Clustering The Microsoft Clustering algorithm is a segmentation algorithm provided that uses iterative techniques to group data cases into clusters that contain similar characteristics. These groupings are useful for exploring data, identifying anomalies in the data, and creating predictions. Clustering models identify relationships in a dataset that might not be derived logically through normal observation. The Microsoft Clustering algorithm first identifies relationships in a dataset and generates a series of clusters based on those relationships. A scatter plot is a useful way to visually represent how the algorithm groups data, as shown in the following diagram. Figure 4 . Cluster groups diagram.
Neural Network The Microsoft Neural Network algorithm creates classification and regression mining models by constructing a Multilayer Perceptron network of neurons. In this Multilayer Perceptron network, each neuron receives one or more inputs and produces one or more identical outputs. Similar to the Microsoft Decision Trees algorithm, the Neural Network algorithm calculates probabilities for each possible state of the input attribute when given each state of the predictable attribute. These probabilities can be used to predict an outcome of the predicted attribute, based on the input attributes.
Analysis The relationship between common sizes and geometric shapes of concrete, steel, timber and masonry residential building, gravity and lateral resistive systems, the intensity of storm, and the degree of damages can be analyzed using the data mining models techniques to provide supportive damage prediction system. The output prediction vector is based on the damage categories specified by FEMA320. These categories are modified to include the distinction between envelope and structural damages . In contrast to FEMA320, ten damage categories are proposed in this study: (1)- Minimal: No real structural damage is done. Minor building envelope damages may occur (less than 5%). (2)- Low Moderate: 6%-10% Roof and other envelope components are damaged. (3)- Moderate: 11%-20% Roof and other envelope components are damaged.
(4)- High Moderate: more than 20% Roof and other envelope components are damaged. (5)- Low Extensive: less than 10% Structural damage is done along with damages to envelope. (6)- Extensive: less than 20% Structural damage is done along with damages to envelope. (7)- Low Extreme: Extensive damage is done to many envelope components ( 21% - 30%) accompanied by structural damages (21% - 30%) (8)- Extreme: Extensive damage is done to many envelope components (31% - 50%) accompanied by structural damages (31% - 50%) that may result in complete building failure. (9)- Very Extreme: Extensive damage is done to many envelope components (51% - 60%) accompanied by structural damages (51% - 60%) that may result in complete building failure. (10)- Catastrophic : Envelope damage is extensive and widespread (> 60%). Structural damage is considerable and there are complete to near complete buildings failure.

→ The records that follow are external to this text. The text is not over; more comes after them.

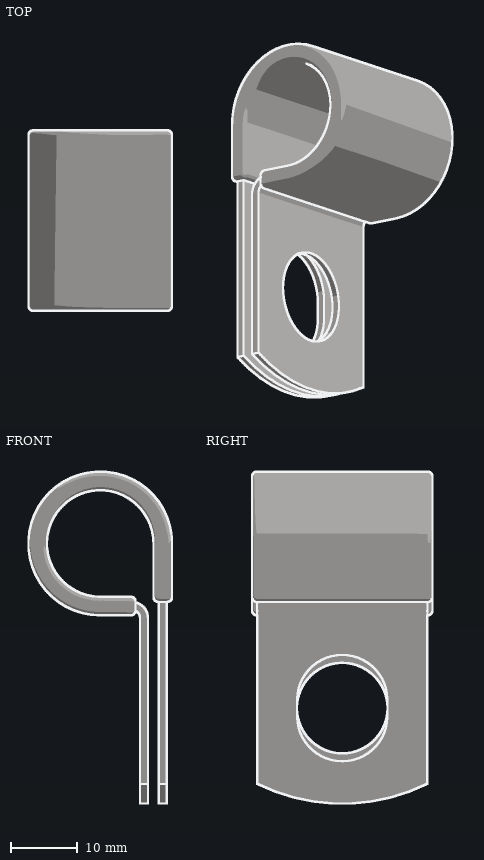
import cadquery as cq
import math


tube_diameter = 15.875
strap_thickness = 1.22
strap_width = 25.4
cushion_wall = 0.79375
leg_gap = 1.5875
bend_inner_radius = 1.19
cushion_drop = 8.75
cushion_reach = 5.3
cushion_fillet = 0.762
leg_end_drop = 38.865
tip_radius = 28.575
hole_diameter = 13.49375
hole_to_tip = 14.2875
slot_length = 15.875

cushion_inner_radius = tube_diameter / 2
strap_inner_radius = cushion_inner_radius + cushion_wall
strap_outer_radius = strap_inner_radius + strap_thickness
cushion_outer_radius = strap_outer_radius + cushion_wall
cushion_width = strap_width + 2 * cushion_wall
short_leg_outer_x = strap_inner_radius - leg_gap
short_leg_inner_x = short_leg_outer_x - strap_thickness
bend_outer_radius = bend_inner_radius + strap_thickness
bend_center_x = short_leg_outer_x - bend_outer_radius
bend_center_z = -strap_inner_radius - bend_outer_radius
hole_center_z = -leg_end_drop + hole_to_tip

diagonal = math.sqrt(0.5)


def loop_arc_midpoint(radius):
    """Middle of the three-quarter arc from +X over the top to -Z."""
    return (-radius * diagonal, radius * diagonal)


def make_cushion():
    """Rounded J-shaped rubber cushion, all of its corners rounded."""
    inner = cushion_inner_radius
    outer = cushion_outer_radius
    body = (
        cq.Workplane("XZ")
        .moveTo(outer, -cushion_drop)
        .lineTo(outer, 0)
        .threePointArc(loop_arc_midpoint(outer), (0, -outer))
        .lineTo(cushion_reach, -outer)
        .lineTo(cushion_reach, -inner)
        .lineTo(0, -inner)
        .threePointArc(loop_arc_midpoint(inner), (inner, 0))
        .lineTo(inner, -cushion_drop)
        .close()
        .extrude(cushion_width / 2, both=True)
    )
    return body.edges().fillet(cushion_fillet)


def bend_arc_midpoint(radius):
    """Middle of the quarter bend from the loop into the short leg."""
    return (bend_center_x + radius * diagonal, bend_center_z + radius * diagonal)


def make_strap():
    """Constant-thickness strap: long leg, loop, bend and short leg."""
    inner = strap_inner_radius
    outer = strap_outer_radius
    return (
        cq.Workplane("XZ")
        .moveTo(outer, -leg_end_drop)
        .lineTo(outer, 0)
        .threePointArc(loop_arc_midpoint(outer), (0, -outer))
        .lineTo(bend_center_x, -outer)
        .threePointArc(bend_arc_midpoint(bend_inner_radius), (short_leg_inner_x, bend_center_z))
        .lineTo(short_leg_inner_x, -leg_end_drop)
        .lineTo(short_leg_outer_x, -leg_end_drop)
        .lineTo(short_leg_outer_x, bend_center_z)
        .threePointArc(bend_arc_midpoint(bend_outer_radius), (bend_center_x, -inner))
        .lineTo(0, -inner)
        .threePointArc(loop_arc_midpoint(inner), (inner, 0))
        .lineTo(inner, -leg_end_drop)
        .close()
        .extrude(strap_width / 2, both=True)
    )


def make_strap_envelope():
    """Side outline of the strap: straight edges, arched leg tip."""
    half_width = strap_width / 2
    tip_rise = tip_radius - math.sqrt(tip_radius**2 - half_width**2)
    corner_z = -leg_end_drop + tip_rise
    return (
        cq.Workplane("YZ")
        .moveTo(-half_width, cushion_outer_radius)
        .lineTo(-half_width, corner_z)
        .threePointArc((0, -leg_end_drop), (half_width, corner_z))
        .lineTo(half_width, cushion_outer_radius)
        .close()
        .extrude(cushion_outer_radius, both=True)
    )


def make_bolt_hole():
    """Round bolt hole through the short leg, ending in the gap between the legs."""
    return (
        cq.Workplane("YZ", origin=(0, 0, hole_center_z))
        .circle(hole_diameter / 2)
        .extrude(strap_inner_radius)
    )


def make_adjustment_slot():
    """Upright slot through the long leg, as wide as the bolt hole."""
    return (
        cq.Workplane("YZ", origin=(strap_inner_radius, 0, hole_center_z))
        .slot2D(slot_length, hole_diameter, angle=90)
        .extrude(strap_thickness)
    )


strap = make_strap().intersect(make_strap_envelope())
strap = strap.cut(make_bolt_hole()).cut(make_adjustment_slot())
result = make_cushion().union(strap)

CONCLUSIONS The relationship between windstorm and building damages sited raises many uncertainties about current building design and construction practices. Application of Data Mining Techniques provide a supportive tool to handle uncertainty and discover hidden relationships and rules that assist in classifying, predicting and associating different building damages and windstorm patterns. The system could also be instrumental in updating Building Codes and standard. From the severity of destructions shown in recent hurricanes and tornadoes, it is apparent that Building Codes and Standards need to re-address windstorm resistive systems.